• Task to complete:
Among the lines of the records, please find those that contain the word "Boxes" and copy them.

(Dataset excerpts)

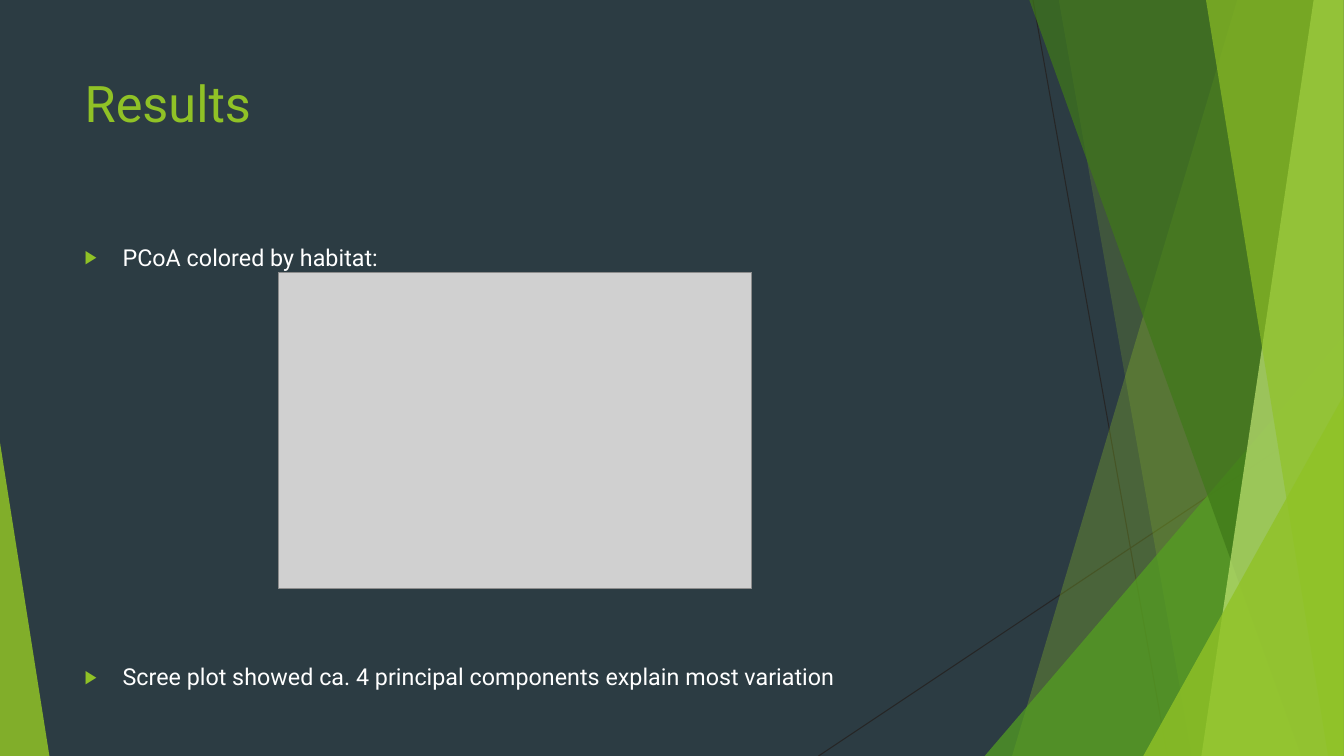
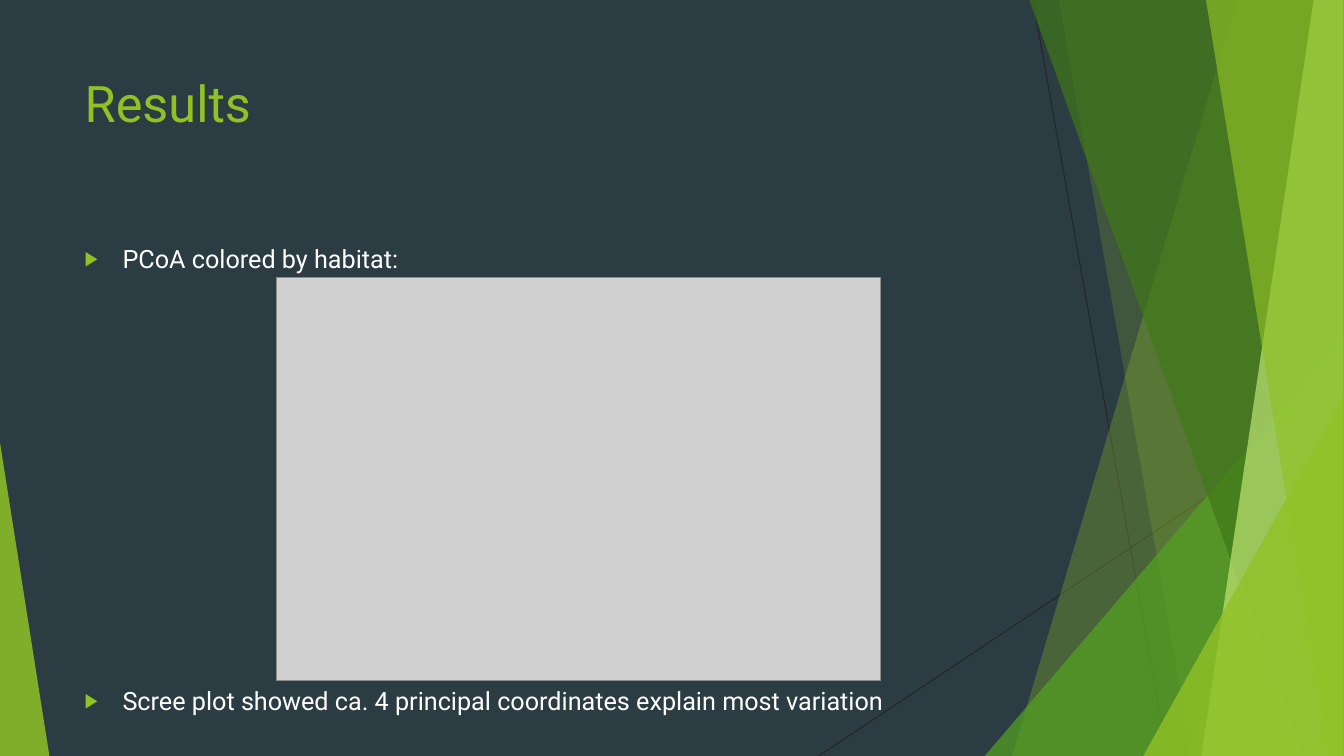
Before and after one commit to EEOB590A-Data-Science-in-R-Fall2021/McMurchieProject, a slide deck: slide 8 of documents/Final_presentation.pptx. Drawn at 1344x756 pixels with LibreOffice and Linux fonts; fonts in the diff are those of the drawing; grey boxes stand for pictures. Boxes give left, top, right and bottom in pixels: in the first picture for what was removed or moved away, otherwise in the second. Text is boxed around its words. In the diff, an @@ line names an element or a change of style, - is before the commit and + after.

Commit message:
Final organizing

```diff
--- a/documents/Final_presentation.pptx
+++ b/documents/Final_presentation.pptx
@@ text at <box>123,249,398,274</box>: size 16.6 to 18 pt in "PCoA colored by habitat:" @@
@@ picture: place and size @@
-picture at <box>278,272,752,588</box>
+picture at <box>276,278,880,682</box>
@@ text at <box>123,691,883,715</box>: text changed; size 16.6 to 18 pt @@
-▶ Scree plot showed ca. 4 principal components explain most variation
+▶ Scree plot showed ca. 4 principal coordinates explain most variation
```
...
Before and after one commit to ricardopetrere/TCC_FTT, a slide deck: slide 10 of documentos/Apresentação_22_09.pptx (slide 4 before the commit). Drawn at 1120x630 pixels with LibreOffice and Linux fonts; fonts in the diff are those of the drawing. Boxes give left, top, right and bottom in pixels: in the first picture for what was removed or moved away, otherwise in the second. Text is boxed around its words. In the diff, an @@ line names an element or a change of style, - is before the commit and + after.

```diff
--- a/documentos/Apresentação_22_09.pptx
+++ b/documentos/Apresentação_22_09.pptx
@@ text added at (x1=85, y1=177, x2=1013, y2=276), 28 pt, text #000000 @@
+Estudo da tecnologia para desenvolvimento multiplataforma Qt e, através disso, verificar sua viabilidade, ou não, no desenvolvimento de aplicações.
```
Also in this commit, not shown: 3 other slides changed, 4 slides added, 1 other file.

• Exercise response:
Before and after one commit to EEOB590A-Data-Science-in-R-Fall2021/McMurchieProject, a slide deck: slide 8 of documents/Final_presentation.pptx. Drawn at 1344x756 pixels with LibreOffice and Linux fonts; fonts in the diff are those of the drawing; grey boxes stand for pictures. Boxes give left, top, right and bottom in pixels: in the first picture for what was removed or moved away, otherwise in the second. Text is boxed around its words. In the diff, an @@ line names an element or a change of style, - is before the commit and + after.
Before and after one commit to ricardopetrere/TCC_FTT, a slide deck: slide 10 of documentos/Apresentação_22_09.pptx (slide 4 before the commit). Drawn at 1120x630 pixels with LibreOffice and Linux fonts; fonts in the diff are those of the drawing. Boxes give left, top, right and bottom in pixels: in the first picture for what was removed or moved away, otherwise in the second. Text is boxed around its words. In the diff, an @@ line names an element or a change of style, - is before the commit and + after.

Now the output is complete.